Unlike in the classical linear [20] and nonlinear [30] VRFT where $J_{MR}(\mathit{\theta })$ and $J_{VRFT}(\mathit{\theta })$ can be made approximately equal in the vicinity of their minimizing arguments with the use of a prefilter, [31] suggests that, without using the prefilter, $J_{MR}(\mathit{\theta })$ and $J_{VRFT}(\mathit{\theta })$ can be minimized by the same argument in the case of a richly parameterized controller.
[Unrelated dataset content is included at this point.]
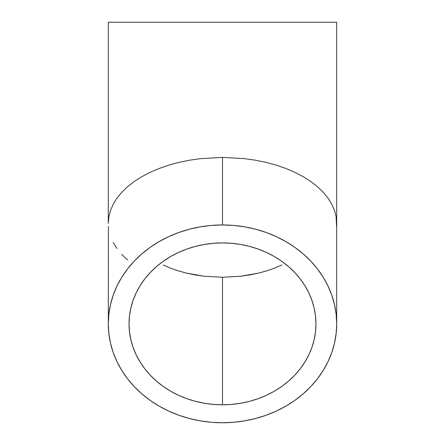 <?xml version="1.0" encoding="UTF-8"?>
<svg xmlns="http://www.w3.org/2000/svg" width="445" height="445" viewBox="0 0 445 445"><rect width="100%" height="100%" fill="white"/><g stroke="black" fill="none" stroke-linecap="round" stroke-linejoin="round"><path stroke-width="0.67" d="M163.215 265.031L170.58 268.185L163.215 265.031M178.445 270.905L170.58 268.185L178.445 270.905L186.739 273.169L178.445 270.905M195.372 274.954L186.739 273.169L204.266 276.239L195.372 274.954M222.5 277.28L204.266 276.239L222.5 277.28L222.5 404.794A93.456 80.934 0 0 1 129.044 323.86A93.456 80.934 0 0 1 222.5 242.926L231.661 243.315L240.734 244.477L249.628 246.408L258.261 249.083L266.555 252.482L274.42 256.565L281.785 261.293L288.582 266.627L294.74 272.512L300.203 278.893L304.92 285.707L308.841 292.888L311.928 300.364L314.159 308.068L315.505 315.928L315.956 323.86L315.505 331.792L314.159 339.646L311.928 347.35L308.841 354.832L304.92 362.013L300.203 368.822L294.74 375.202L288.582 381.087L281.785 386.421L274.42 391.155L266.555 395.238L258.261 398.631L249.628 401.307L240.734 403.237L231.661 404.405L222.5 404.794L213.339 404.405L204.266 403.237L195.372 401.307L186.739 398.631L178.445 395.238L170.58 391.155L163.215 386.421L156.417 381.087L150.26 375.202L144.797 368.822L140.08 362.013L136.159 354.832L133.072 347.35L130.841 339.646L129.495 331.792L129.044 323.86L129.495 315.928L130.841 308.068L133.072 300.364L136.159 292.888L140.08 285.707L144.797 278.893L150.26 272.512L156.417 266.627L163.215 261.293L170.58 256.565L178.445 252.482L186.739 249.083L195.372 246.408L204.266 244.477L213.339 243.315L222.5 242.926A93.456 80.934 0 0 1 315.956 323.86A93.456 80.934 0 0 1 222.5 404.794L222.5 277.28L240.734 276.239L222.5 277.28M249.628 274.954L240.734 276.239L258.261 273.169L249.628 274.954M266.555 270.905L258.261 273.169L266.555 270.905L274.42 268.185L266.555 270.905M281.785 265.031L274.42 268.185L281.785 265.031M336.693 323.86L336.142 314.164L334.495 304.564L331.775 295.152L327.998 286.013L323.209 277.241L317.446 268.919L310.771 261.12L303.245 253.934L294.94 247.414L285.94 241.635L276.328 236.645L266.199 232.496L255.647 229.225L244.778 226.867L233.692 225.443L222.5 224.964L211.308 225.443L200.222 226.867L189.353 229.225L178.801 232.496L168.672 236.645L159.06 241.635L150.06 247.414L141.755 253.934L134.229 261.12L127.554 268.919L121.791 277.241L117.002 286.013L113.225 295.152L110.505 304.564L108.858 314.164L108.307 323.86L108.858 333.55L110.505 343.151L113.225 352.562L117.002 361.702L121.791 370.474L127.554 378.801L134.229 386.594L141.755 393.786L150.06 400.305L159.06 406.085L168.672 411.074L178.801 415.224L189.353 418.489L200.222 420.848L211.308 422.272L222.5 422.75L233.692 422.272L244.778 420.848L255.647 418.489L266.199 415.224L276.328 411.074L285.94 406.085L294.94 400.305L303.245 393.786L310.771 386.594L317.446 378.801L323.209 370.474L327.998 361.702L331.775 352.562L334.495 343.151L336.142 333.55L336.693 323.86L336.693 22.25L108.307 22.25L108.307 223.323L108.858 216.86L110.505 210.463L113.225 204.183L117.002 198.092L121.791 192.246L127.554 186.694L134.229 181.499L141.755 176.704L150.06 172.36L159.06 168.505L168.672 165.178L178.801 162.414L189.353 160.233L200.222 158.659L222.5 157.397L244.778 158.659L255.647 160.233L266.199 162.414L276.328 165.178L285.94 168.505L294.94 172.36L303.245 176.704L310.771 181.499L317.446 186.694L323.209 192.246L327.998 198.092L331.775 204.183L334.495 210.463L336.142 216.86L336.693 223.323L336.693 22.25L108.307 22.25L108.307 223.323L108.858 216.86L110.505 210.463L113.225 204.183L117.002 198.092L121.791 192.246L127.554 186.694L134.229 181.499L141.755 176.704L150.06 172.36L159.06 168.505L168.672 165.178L178.801 162.414L189.353 160.233L200.222 158.659L222.5 157.397L222.5 224.964A114.193 98.89 0 0 1 336.693 323.86A114.193 98.89 0 0 1 222.5 422.75A114.193 98.89 0 0 1 108.307 323.86A114.193 98.89 0 0 1 222.5 224.964L222.5 157.397L244.778 158.659L255.647 160.233L266.199 162.414L276.328 165.178L285.94 168.505L294.94 172.36L303.245 176.704L310.771 181.499L317.446 186.694L323.209 192.246L327.998 198.092L331.775 204.183L334.495 210.463L336.142 216.86L336.553 226.555M108.447 226.555L108.307 323.86M117.002 248.549L113.225 242.458M127.554 259.952L121.791 254.401"/></g></svg>

The design approach of the VRFT structure consists of the following steps:

Step 1.1. Set the initial rich spectrum frequency signal $u(t_d)$ that must be applied as input on the open-loop process and then collect the I/O data $\{u(t_d),y(t_d)\}$ after an open-loop experiment.

Step 1.2. Set a linear or nonlinear reference model $m$ that should specify the behavior of the closed-loop CS and leads to the virtual reference vector $\overline{r}(t_d)=m^{-1}(y(t_d))$, such that the output trajectories of the closed-loop CS and the reference model are similar.

Step 1.3. Determine the parameter vector $\mathit{\theta }$ by minimizing the objective function in (13).

The CS structure controlled with VRFT is presented in Figure 2.

2.3. Mixed MFC-VRFT Approach

This sub-section presents how the VRFT approach is used to automatically compute the parameters of the MFC iP, iPI, and iPID controllers. Unlike [10], where VRFT solely tunes an iP controller, here VRFT also tunes the iPI and iPID controllers, to investigate the increased controller structure complexity over the CS performance.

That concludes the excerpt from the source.